My experience, and some posted here, suggest that Tesla service is inconsistent. A family member just picked up a car at a Lexus dealer, just yearly boring maintenance. It was smooth and event free

I don't really like dealers (probably biased more towards sales vs service side) much but the blanket statements claiming they are all worse than Tesla doesn't ring true to me


----------



## JasonF (Oct 26, 2018)

msjulie said:


> My experience, and some posted here, suggest that Tesla service is inconsistent. A family member just picked up a car at a Lexus dealer, just yearly boring maintenance. It was smooth and event free


Dealers in general now are consolidating (i.e. buying each other out) with fewer locations to serve way more people. The end result, at least in places like Orlando (and also Cincinnati, where I lived before that), is you have a mega Chevrolet dealer that if you have a mechanical emergency, leave the car and they'll get to it in a day or two. Then it takes 3 days of calling and harassing them to get them to just look at the car, and you get it back almost a week later. And then the final amount ends up being way higher than you ever expected.

Or like the mega-dealer that handed many different models (Mitsubishi, Buick, Lexus) I dealt with that was ok, but had just one mechanic and service adviser dedicated to Mitsubishi, so it was difficult scheduling appointments and checking on the car. A few times, I tried calling them desperately at the end of the day, because they shuttled me to work (which would have meant taking an Uber home if I couldn't reach them), and couldn't get a reply on whether the car would be done that day because the one service adviser went home.

I have *some* difficulty scheduling with Tesla, but in the end, the Mobile Ranger experiences I've had were stress-free and without horrible surprises. They show up on time, go above and beyond (sometimes fixing small things that they notice at no cost) and up until now, I've never had the final invoice be higher than promised. In fact, they ended up waiving some charges. In a year, I've never been to the Service Center except to pick up the car, so I can't rate that. It's a _really_ small building, so I assume they get overloaded a lot.

BUT, when we talk about "car dealers" (and when the original video does) we probably refer more to the _sales_ side. Right now, we already see dealers switching to "one price" sales without negotiation so they can compete with 3rd parties like Carmax and Tesla and turn the entire sales procedure into a more retail experience.
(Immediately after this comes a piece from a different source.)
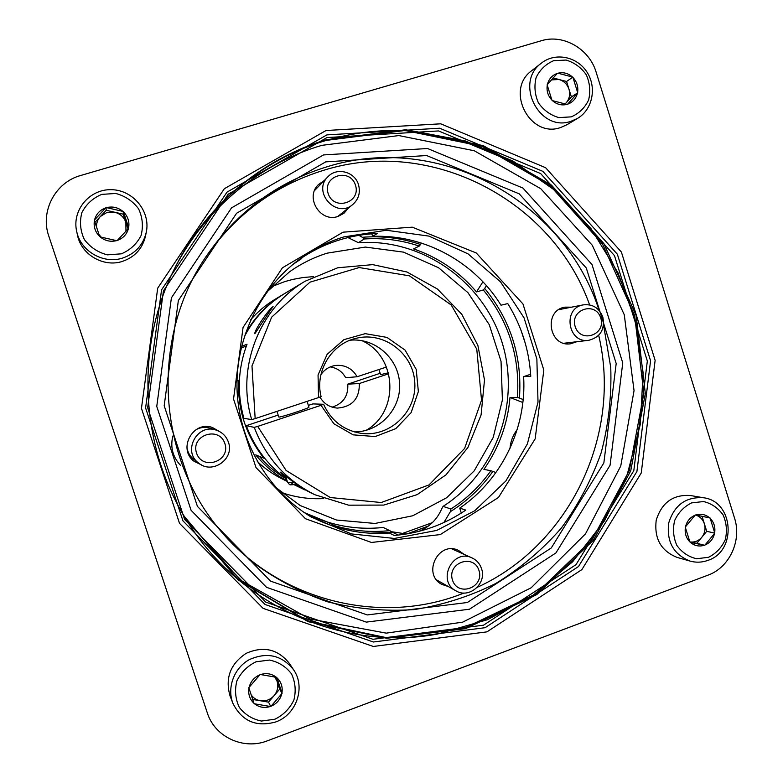 <?xml version="1.0" encoding="UTF-8"?>
<svg xmlns="http://www.w3.org/2000/svg" width="783" height="783" viewBox="0 0 783 783"><rect width="100%" height="100%" fill="white"/><g stroke="black" fill="none" stroke-linecap="round" stroke-linejoin="round"><path stroke-width="1.17" d="M428.497 525.98L407.219 533.859M432.402 522.623L401.307 533.879M272.151 286.461L284.826 281.586L292.881 279.384L303.129 277.515L313.484 276.634M323.692 498.575C309.334 499.329 295.308 497.332 281.626 492.576M267.003 291.883L289.534 271.809C301.161 263.607 313.709 257.382 327.167 253.154L365.367 247.066L403.529 252.136L438.617 267.776L467.931 292.636L489.267 324.691L501.042 361.403L502.402 399.956L493.231 437.413L474.195 470.867L446.692 497.714L412.768 515.762L375.047 523.455L336.504 520.02L300.281 505.573L276.007 487.662M369.889 533.203L392.332 532.205L389.738 530.62C370.995 532.616 352.487 530.943 334.233 525.579L330.074 523.161L304.352 512.63M450.91 508.989C466.678 498.81 479.999 486.057 490.882 470.73L492.889 471.415C481.408 487.692 467.236 501.1 450.372 511.661L450.91 508.989L443.07 506.395C496.393 472.315 521.087 402.041 501.815 341.613C482.837 281.117 421.929 238.218 358.389 242.681L347.965 237.582M294.604 263.049L301.749 258.517L292.519 264.752M419.238 246.087C401.434 240.117 383.112 237.738 364.281 238.981L362.323 237.278C382.27 235.683 401.679 238.081 420.53 244.472L419.238 246.087L413.551 248.896C438.451 257.49 459.435 271.838 476.504 291.932L482.925 281.802M389.738 530.62L383.259 527.497C355.511 530.326 329.066 525.276 303.912 512.327M364.281 238.981L358.389 242.681M483.326 289.964L484.677 288.408C510.702 320.325 522.29 356.882 519.442 398.087L517.416 397.48C520.098 357.126 508.735 321.284 483.326 289.964L476.504 291.932M517.416 397.48L509.997 397.48C507.687 423.799 498.996 447.768 483.914 469.379L490.882 470.73M418.543 531.481C429.338 527.155 437.08 519.569 441.759 508.735L443.07 506.395M406.436 533.986L391.48 531.706M492.889 471.415L495.923 472.57M392.332 532.205L398.341 535.073M443.873 522.564L450.372 511.661M484.677 288.408L486.429 285.638M523.171 399.545L519.442 398.087M362.323 237.278L358.888 235.35M421.44 243.073L420.53 244.472M329.095 524.708L330.074 523.161M522.858 402.511L509.997 397.48M509.978 448.405C510.575 441.387 512.973 435.123 517.172 429.603M295.935 261.992L304.019 256.384C315.079 249.346 326.824 243.885 339.235 240.009C351.655 236.153 364.33 233.99 377.24 233.51L372.62 236.368C423.897 234.215 474.204 261.688 501.003 305.204L507.785 303.598C521.517 325.875 529.181 350.109 530.776 376.29L523.621 376.643C526.773 427.772 501.932 479.441 459.719 508.128L461.304 513.071M459.719 508.128L465.826 510.085C444.235 524.796 420.373 533.252 394.231 535.455L389.317 533.037C360.483 535.073 333.235 528.985 307.562 514.754M523.621 376.643L530.649 374.264M324.221 180.56L318.397 184.592C304.656 197.443 320.364 222.891 337.992 216.451L343.962 213.299L348.543 207.906M571.551 307.161L564.886 307.151C543.216 310.489 548.903 347.27 570.523 343.786L576.865 341.721M464.104 554.364L458.466 550.39C438.46 540.417 421.831 574.115 441.778 584.363L448.326 586.536M219.592 431.57L212.301 427.449C192.784 420.412 177.33 449.315 194.233 461.402L201.799 465.053M48.8 236.104L207.299 712.833C214.806 737.116 243.67 750.329 267.541 740.757L707.998 575.153C729.433 567.597 741.971 540.515 734.552 518.16L596.176 72.31C589.423 48.898 563.369 33.777 541.259 40.755L80.688 175.49C55.309 182.302 39.962 211.293 48.8 236.104M372.62 236.368L371.808 233.814M325.728 161.866L426.637 155.543L519.207 193.832L586.291 267.992L616.192 363.537L603.859 462.91L551.261 547.973L467.324 602.509L367.256 614.939L270.536 581.113L197.443 506.425L164.185 405.741L178.367 300.496L236.603 213.25L325.728 161.866M603.556 325.033L610.75 367.452C611.719 396.315 608.538 424.699 601.227 452.613C591.605 479.813 578.255 505.025 561.186 528.261C542.188 549.95 520.401 568.36 495.805 583.472C469.957 596.392 442.669 605.102 413.962 609.614C384.893 611.552 356.079 608.939 327.509 601.784C299.595 592.056 273.688 578.148 249.797 560.07L218.291 528.075C156.463 453.435 151.099 336.935 205.821 256.922C236.202 212.506 276.399 182.527 326.413 166.975C438.725 131.299 564.426 200.937 599.132 310.45M205.107 258.008C234.998 214.816 274.353 185.63 323.193 170.44C431.335 136.134 552.71 200.595 589.628 304.89M598.692 335.31C622.162 434.291 570.22 544.909 477.258 587.319M463.986 593.015C380.744 626.801 276.36 600.776 217.488 527.067M343.042 232.169L412.259 227.168L476.27 252.987L522.956 303.951L543.823 370.056L535.171 438.852L498.468 497.479L440.291 534.583L371.465 542.462L305.497 518.747L255.982 467.539L233.54 399.017L243.063 327.451L282.418 267.806L343.042 232.169M343.659 236.946L386.342 230.251L428.927 236.104L467.989 253.829L500.513 281.841L524.052 317.849L536.864 358.996L538.009 402.1L527.409 443.863L505.808 481.046L474.792 510.722L436.689 530.434L394.436 538.45L351.42 533.928L311.194 517.025C268.344 491.039 239.569 442.63 237.112 391.353C234.841 340.057 259.056 289.211 299.341 259.408C312.946 249.415 327.725 241.927 343.659 236.946M481.516 568.624C479.822 563.672 476.671 560.099 472.041 557.917C452.672 548.178 436.542 580.947 455.921 590.822C469.125 599.122 487.055 583.492 481.516 568.624M478.971 570.435C473.617 553.17 446.809 562.82 452.476 580.066C457.918 597.36 484.638 587.563 478.971 570.435M602.841 317.076C599.181 307.925 592.653 303.853 583.266 304.871C562.302 308.042 567.802 343.737 588.718 340.311C600.355 337.238 605.063 329.496 602.841 317.076M600.747 318.015C595.569 300.917 569.681 309.471 575.172 326.56C580.438 343.708 606.228 335.007 600.747 318.015M521.116 330.563L525.462 343.874M327.96 176.723C311.918 191.806 336.24 219.054 352.702 204.569C358.683 199.234 360.611 192.598 358.487 184.651C354.856 171.683 336.817 166.945 327.96 176.723L314.521 190.592M337.649 216.548L352.702 204.569M355.482 185.16C349.972 167.405 322.302 175.754 328.136 193.499C333.744 211.293 361.315 202.807 355.482 185.16M216.304 430.161C197.228 422.996 181.999 451.497 198.765 463.154C212.457 474.743 234.802 458.809 228.411 442.15C226.297 436.239 222.255 432.236 216.304 430.161L210.245 428.223C205.361 426.755 200.654 427.224 196.122 429.622M186.912 446.897C187.46 451.967 189.731 456.098 193.714 459.269L198.765 463.154M224.887 443.579C219.201 425.649 190.494 435.142 196.533 453.054C202.327 471.023 230.926 461.373 224.887 443.579M172.828 436.053C170.175 447.171 172.72 456.9 180.442 465.259M571.208 116.873L558.827 117.597C550.459 115.16 543.666 110.256 538.43 102.876C534.779 94.577 534.016 86.11 536.14 77.488C539.996 69.609 545.839 64.01 553.689 60.682L566.089 60.056C574.419 62.552 581.162 67.485 586.32 74.835C589.932 83.086 590.685 91.494 588.591 100.048C584.803 107.888 579.009 113.496 571.208 116.873M547.131 84.809L547.258 85.22C546.417 90.906 547.973 95.878 551.917 100.126L552.436 100.635C556.772 104.433 561.617 105.685 566.951 104.393L567.626 104.188C572.774 102.309 576.053 98.609 577.462 93.099L577.6 92.384C578.431 86.727 576.895 81.775 572.98 77.527L572.451 77.018C568.145 73.21 563.31 71.938 557.966 73.21L557.29 73.406C552.123 75.266 548.824 78.966 547.405 84.505L547.131 84.809M551.917 100.126L547.258 85.22M547.405 84.505L557.29 73.406M557.966 73.21L572.451 77.018M572.98 77.527L577.6 92.384M577.462 93.099L567.626 104.188M566.951 104.393L552.436 100.635M577.619 118.35L567.078 124.663L560.677 127.512C529.758 138.797 504.663 89.653 531.814 70.617L541.572 63.012C555.313 52.118 577.081 56.533 586.937 72.026C597.038 87.353 592.594 109.532 577.619 118.35L571.071 121.257C539.477 132.767 513.834 82.46 541.572 63.012M553.043 77.938L566.569 81.481L572.853 77.116M566.569 81.481L571.384 96.935L577.727 92.795M571.384 96.935L565.013 104.129M551.291 79.895L559.033 79.514C563.926 80.982 567.244 84.212 568.977 89.213C570.386 94.312 569.486 98.815 566.266 102.71L564.837 104.1M121.365 253.829L107.379 254.847C97.934 252.42 90.27 247.34 84.388 239.588C80.277 230.828 79.445 221.834 81.872 212.604C86.247 204.148 92.874 198.079 101.751 194.38L115.757 193.47C125.163 195.965 132.758 201.074 138.562 208.797C142.604 217.498 143.436 226.434 141.048 235.585C136.741 243.993 130.184 250.08 121.365 253.829M94.263 220.189L94.41 220.62C93.441 226.688 95.183 231.944 99.627 236.388L100.214 236.926C105.108 240.88 110.569 242.113 116.598 240.635L117.352 240.401C123.176 238.296 126.885 234.293 128.5 228.401L128.657 227.638C129.616 221.599 127.893 216.362 123.479 211.929L122.892 211.39C118.037 207.426 112.586 206.174 106.537 207.622L105.783 207.847C99.94 209.932 96.201 213.935 94.577 219.857L94.263 220.189M99.627 236.388L94.41 220.62M94.577 219.857L105.783 207.847M106.537 207.622L122.892 211.39M123.479 211.929L128.657 227.638M128.5 228.401L117.352 240.401M116.598 240.635L100.214 236.926M146.284 232.199L145.481 236.153C142.457 248.71 134.754 257.127 122.363 261.414C103.679 267.649 81.256 254.69 77.527 235.292L76.656 231.279C71.791 210.216 89.595 189.006 111.333 189.692C133.061 189.868 150.757 211.498 146.284 232.199C143.191 245.059 135.302 253.682 122.608 258.067C103.454 264.448 80.473 251.157 76.656 231.279M94.949 222.313L106.185 210.275L106.087 207.524M106.185 210.275L123.185 214.18L123.342 211.498M123.185 214.18L128.04 228.92M96.524 227.197C96.348 223.106 97.63 219.543 100.361 216.509L106.909 212.467L114.7 212.232C120.21 213.7 123.939 217.077 125.877 222.352L125.955 231.298M117.313 240.45L116.736 240.665M101.222 237.21L98.981 234.538M274.95 719.205L261.473 721.045C252.371 719.215 244.991 714.664 239.314 707.382C235.35 698.984 234.538 690.175 236.867 680.936C241.076 672.343 247.457 665.961 256.002 661.792L269.489 660.059C278.542 661.958 285.864 666.539 291.462 673.801C295.367 682.14 296.18 690.89 293.889 700.051C289.749 708.605 283.436 714.987 274.95 719.205M248.808 687.67L248.955 688.091C248.025 694.13 249.708 699.209 253.986 703.32L254.553 703.809C259.271 707.411 264.527 708.312 270.341 706.491L271.065 706.217C276.673 703.79 280.245 699.63 281.792 693.728L281.949 692.965C282.859 686.955 281.195 681.895 276.947 677.784L276.379 677.295C271.691 673.683 266.445 672.763 260.622 674.555L259.887 674.829C254.269 677.226 250.668 681.396 249.111 687.327L248.808 687.67M253.986 703.32L248.955 688.091M249.111 687.327L259.887 674.829M260.622 674.555L276.379 677.295M276.947 677.784L281.949 692.965M281.792 693.728L271.065 706.217M270.341 706.491L254.553 703.809M232.962 703.428L230.104 696.136C224.927 678.215 230.271 663.955 246.136 653.355C263.479 645.74 277.877 649.078 289.328 663.358L293.605 669.798C305.899 687.161 296.434 714.869 275.694 721.965C256.198 727.338 241.957 721.163 232.962 703.428C226.678 687.67 234.127 667.87 249.386 659.589C267.13 651.779 281.87 655.175 293.605 669.798M275.704 677.119L279.668 689.167L282.076 693.386M279.668 689.167L268.52 702.145L270.771 706.56M268.52 702.145L252.664 699.444M274.676 676.864L277.074 681.269C278.591 686.495 277.603 691.291 274.099 695.647C270.311 699.777 265.721 701.47 260.318 700.756C256.413 700.022 253.33 698.025 251.098 694.756M708.527 557.29L696.576 558.749C688.502 556.84 681.934 552.406 676.884 545.448C673.351 537.471 672.607 529.171 674.652 520.529C678.362 512.532 683.999 506.66 691.575 502.901L703.535 501.541C711.581 503.508 718.089 507.961 723.081 514.901C726.565 522.829 727.299 531.08 725.293 539.644C721.632 547.611 716.053 553.483 708.527 557.29M685.262 527.096L685.379 527.497C684.577 533.154 686.084 537.96 689.892 541.914L690.4 542.394C694.59 545.878 699.258 546.818 704.406 545.232L705.052 544.988C710.024 542.825 713.186 538.978 714.536 533.448L714.673 532.743C715.466 527.106 713.979 522.31 710.201 518.366L709.692 517.886C705.532 514.392 700.863 513.433 695.705 514.999L695.059 515.234C690.068 517.387 686.897 521.233 685.516 526.783L685.262 527.096M689.892 541.914L685.379 527.497M685.516 526.783L695.059 515.234M695.705 514.999L709.692 517.886M710.201 518.366L714.673 532.743M714.536 533.448L705.052 544.988M704.406 545.232L690.4 542.394M690.087 561.098L677.168 557.427C661.009 550.978 654.03 538.567 656.223 520.186C661.743 502.588 673.135 494.367 690.381 495.512L703.574 497.763C733.71 501.335 737.214 551.036 707.998 560.344C702.077 562.497 696.107 562.752 690.087 561.098C673.586 554.511 666.46 541.816 668.702 523.015C674.339 505.015 685.967 496.588 703.574 497.763M702.057 516.349L704.387 523.827C702.791 519.207 699.757 516.251 695.284 514.96L710.073 517.964M706.716 531.314L701.783 537.304C704.886 533.272 705.747 528.779 704.387 523.827L706.716 531.314L714.791 533.135M696.841 543.314L689.882 541.905C694.56 542.541 698.534 541.014 701.783 537.304L696.841 543.314L704.788 545.311M236.985 380.841L238.551 380.636C237.601 409.705 246.068 435.563 263.93 458.221L255.728 454.894C264.576 465.748 275.078 474.527 287.234 481.222M283.896 294.007L283.348 294.33C267.238 304.147 254.514 317.369 245.157 333.998M283.348 294.33L274.853 299.449C265.809 304.91 257.793 311.644 250.795 319.65M257.323 461.49C265.026 468.821 273.629 474.792 283.123 479.402L287.292 481.408M332.109 407.14C343.248 403.607 348.464 395.944 347.76 384.159L380.147 373.295M320.942 374.607C324.524 369.498 329.359 366.444 335.457 365.465C345.019 364.633 352.242 368.401 357.126 376.75L345.675 377.709C342.279 371.573 337.14 367.971 330.26 366.904M347.76 384.159L359.319 383.533C359.573 398.616 352.272 406.808 337.414 408.1C329.712 407.473 323.868 403.774 319.904 397.02M388.701 373.775L359.319 383.533M357.126 376.75L386.469 367.041M239.392 380.822L238.551 380.636M283.593 477.16L282.555 478.344L287.195 481.124M241.536 346.399L247.027 344.246C237.924 368.568 236.887 393.262 243.895 418.328L251.705 419.59L255.16 418.611L251.979 365.925L271.632 317.193L309.98 282.164L359.162 267.551L409.44 275.822L451.214 304.969L476.778 349.208L481.535 400.191L464.613 448.434L429.015 484.912L381.233 502.529L330.279 497.538L286.118 470.475L257.705 426.402L254.25 427.371C265.966 457.898 286.167 480.351 314.864 494.739L348.641 505.172L383.768 505.084L417.163 494.631L446.007 474.841L467.901 447.494L481.085 414.961L484.501 379.97L477.884 345.45L461.774 314.257L437.462 289.044L406.925 271.985L372.708 264.634L337.718 267.776L305.037 281.263C259.339 307.885 235.918 367.873 251.705 419.59M286.529 479.088C267.923 465.396 254.514 447.582 246.302 425.668L254.25 427.371M282.555 478.344L286.979 480.468M305.037 281.263L284.444 293.674C267.042 304.293 253.614 318.769 244.149 337.101M273.003 306.682C269.597 308.15 254.24 330.162 254.818 333.754C255.336 333.313 271.76 307.562 273.12 306.691L273.003 306.682M314.864 494.739L313.768 494.21C298.558 487.603 280.715 471.757 280.069 472.071L286.177 478.002M295.162 484.501L305.106 490.021L294.026 484.667M246.302 425.668L278.161 415.068M241.281 347.476L242.113 347.662M241.144 348.024L246.351 346.037M236.985 380.597L239.422 380.274M259.359 456.362C266.181 464.329 273.972 471.131 282.732 476.759L284.523 477.601M366.043 430.386C399.682 411.545 397.138 356.314 361.912 340.644M257.705 426.402L321.02 405.31L333.871 423.75L353.172 434.849L375.204 436.562L395.797 428.634L411.114 412.641L418.357 391.569L416.213 369.361L405.065 350.099L386.949 337.395L365.211 333.656L343.923 339.656L327.118 354.347L318.064 374.959L318.505 397.578L255.16 418.611M321.02 405.31L323.575 404.273C331.023 420.51 343.385 430.17 360.64 433.273C389.239 437.756 416.507 412.298 414.824 383.181C413.825 354.024 384.336 331.18 356.275 338.266C331.503 343.668 314.619 371.445 321.079 396.56L318.505 397.578M308.365 405.398L312.848 403.901L323.575 404.273M354.347 431.903C379.461 432.187 401.004 409.176 399.624 383.876C398.674 358.555 375.116 337.62 350.128 340.204M378.943 369.537L380.597 374.675L388.437 372.777M308.923 407.131L308.942 407.18C309.569 408.08 277.877 418.367 278.777 416.957L276.957 411.378M326.022 130.516L440.731 123.812L545.604 167.709L621.389 252.038L655.126 360.366L641.248 472.981L581.896 569.593L486.938 631.861L373.305 646.464L263.078 608.352L179.522 523.338L141.449 408.364L157.706 288.144L224.339 188.713L326.022 130.516M326.902 134.882L439.674 128.226L542.805 171.33L617.366 254.23L650.575 360.767L636.912 471.532L578.51 566.52L485.098 627.702L373.374 642.001L265.065 604.476L182.987 520.91L145.599 407.943L161.562 289.837L227.011 192.129L326.902 134.882M326.981 137.563L438.558 130.937L540.642 173.562L614.459 255.591L647.335 361.032L633.809 470.671L575.985 564.67L483.512 625.186L372.953 639.29L265.799 602.137L184.631 519.452L147.654 407.718L163.432 290.894L228.166 194.223L326.981 137.563M326.628 139.658L405.848 129.733L483.307 145.658L551.438 185.101L603.928 243.64L636.139 315.412L645.339 393.585L630.716 470.906L593.455 540.153L536.727 594.63L465.572 628.671L386.724 638.272L308.071 621.663L238.022 579.821L184.455 516.643C140.235 443.941 135.821 347.877 173.17 271.417C203.707 207.456 261.199 158.871 326.628 139.658M326.002 140.411L404.977 130.507L482.22 146.372L550.155 185.679L602.499 244.032L634.651 315.569L643.841 393.506L629.278 470.603L592.154 539.653L535.611 593.994L464.691 627.956L386.078 637.577L307.66 621.066L237.797 579.4L184.348 516.467C236.456 604.956 342.063 651.759 437.305 634.103L487.369 619.754L533.106 595.246L572.627 561.793L604.417 520.959L627.252 474.508L640.308 424.396L643.107 372.679L635.571 321.431L617.973 272.729L590.969 228.577L555.568 190.827L513.139 161.151L465.347 140.93L414.178 131.241C384.316 128.901 354.836 132.014 325.718 140.578C260.749 159.683 203.541 207.935 173.082 271.613C203.541 207.926 260.827 159.556 326.002 140.411M175.069 267.58C205.596 208.278 260.132 163.539 321.823 145.354L398.841 135.567L474.263 150.757L540.769 188.703L592.261 245.236L624.266 314.727L634.044 390.639L620.762 466.002L585.498 533.869L531.207 587.749L462.665 622.152L386.234 633.144L309.471 618.864L240.41 580.076L186.687 520.294M323.496 154.936L427.547 148.516L522.917 188.057L591.977 264.497L622.759 362.921L610.065 465.278L555.92 552.935L469.477 609.213L366.327 622.113L266.553 587.328L191.091 510.31L156.757 406.436L171.399 297.843L231.543 207.867L323.496 154.936M293.498 482.113C289.671 482.827 287.694 482.866 287.557 482.23L285.56 476.103M296.522 484.217C291.012 485.137 290.111 484.501 293.801 482.338M184.455 516.643C140.245 443.981 135.821 347.838 173.17 271.417M436.62 579.929L455.921 590.822M451.879 548.893L472.041 557.917M563.966 343.257L588.718 340.311M558.788 309.667L583.266 304.871M296.571 484.256C287.938 485.254 290.405 485.176 287.557 482.23M307.053 401.376L308.942 407.18"/></g></svg>

But then they make some extra money on the side with dealer add-ons and financing. Sometimes manufacturers enable that - for example, by making Sirius XM Radio available only as a dealer-installed add-on.

Some dealers then install all of those options when the cars arrive, so the end up with a higher price on the lot, or they simply stock only configurations that maximize their profit, making it harder to get other configurations. For instance if you really want Sirius XM radio, you have to take a much higher package level, because the dealer doesn't stock the middle level.

In the end, behavior that means the customer, more often than not, doesn't get the exact model they wanted, and they might range from unhappy to not as happy as they could have been. And that, from the sales side, is what will eventually make them prefer ordering directly from the manufacturer if they can.


----------



## msjulie (Feb 6, 2018)

I do like the Mobile ranger but it was much easier last year then now to get one quickly.


----------



## Canuck42 (Jul 8, 2018)

msjulie said:


> I do like the Mobile ranger but it was much easier last year then now to get one quickly.


I spoke with a Mobile Ranger here in Ontario Canada, and he said that they are on a hiring blitz to fill the demand that has been created by the number of sales. From that, I expect it will balance out at first and everyone will have the same *delay* , then as they continue to add to the demand level, it should get better........love that word 'should'


----------



## Klaus-rf (Mar 6, 2019)

JasonF said:


> Dealers in general now are consolidating (i.e. buying each other out) with fewer locations to serve way more people. The end result, at least in places like Orlando (and also Cincinnati, where I lived before that), is you have a mega Chevrolet dealer that if you have a mechanical emergency, leave the car and they'll get to it in a day or two. Then it takes 3 days of calling and harassing them to get them to just look at the car, and you get it back almost a week later. And then the final amount ends up being way higher than you ever expected.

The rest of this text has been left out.